Stored items from a collection:
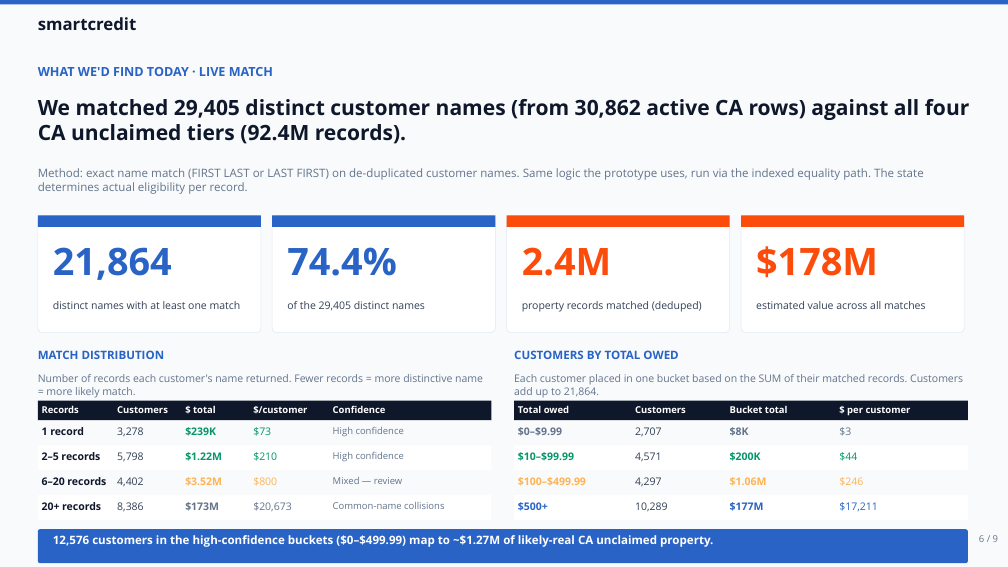
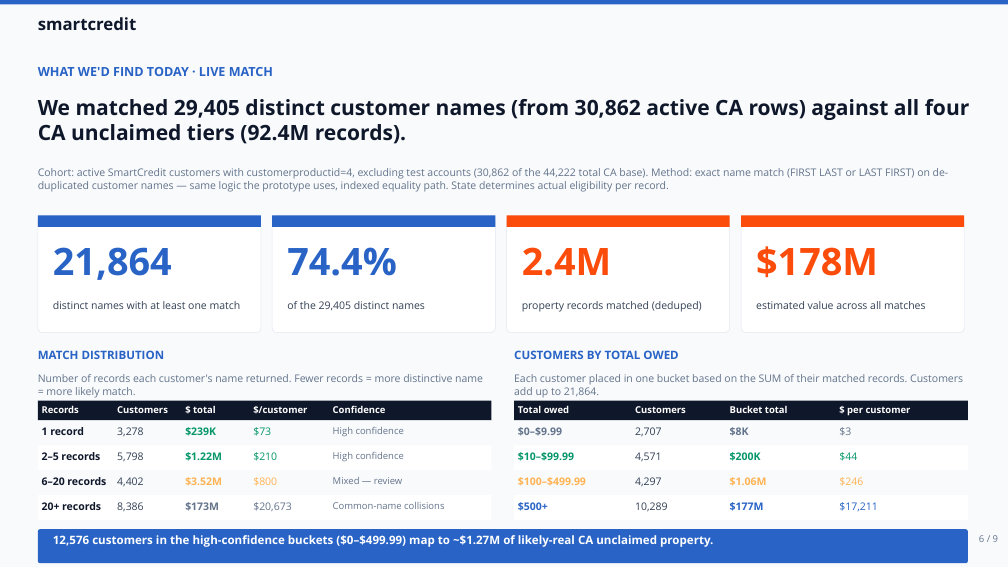
Before and after one commit to ahmedyassineconsumerdirect/cd-getmymoney, a slide deck: slide 6 of myReclaim-Exec-Deck.pptx. Drawn at 1008x567 pixels with LibreOffice and Linux fonts; fonts in the diff are those of the drawing. Boxes give left, top, right and bottom in pixels: in the first picture for what was removed or moved away, otherwise in the second. Text is boxed around its words. In the diff, an @@ line names an element or a change of style, - is before the commit and + after.

```diff
--- a/myReclaim-Exec-Deck.pptx
+++ b/myReclaim-Exec-Deck.pptx
@@ text at (38, 168, 949, 192): text changed; size 11 to 10 pt @@
-Method: exact name match (FIRST LAST or LAST FIRST) on de-duplicated customer names. Same logic the prototype uses, run via the indexed equality path. The state determines actual eligibility per record.
+Cohort: active SmartCredit customers with customerproductid=4, excluding test accounts (30,862 of the 44,222 total CA base). Method: exact name match (FIRST LAST or LAST FIRST) on de-duplicated customer names — same logic the prototype uses, indexed equality path. State determines actual eligibility per record.
```
Also in this commit, not shown: 1 other file.

#### WHAT TO DO
Among the entries, find every line holding "record" and return it.

#### OUTPUT OF THE TASK
-Method: exact name match (FIRST LAST or LAST FIRST) on de-duplicated customer names. Same logic the prototype uses, run via the indexed equality path. The state determines actual eligibility per record.
+Cohort: active SmartCredit customers with customerproductid=4, excluding test accounts (30,862 of the 44,222 total CA base). Method: exact name match (FIRST LAST or LAST FIRST) on de-duplicated customer names — same logic the prototype uses, indexed equality path. State determines actual eligibility per record.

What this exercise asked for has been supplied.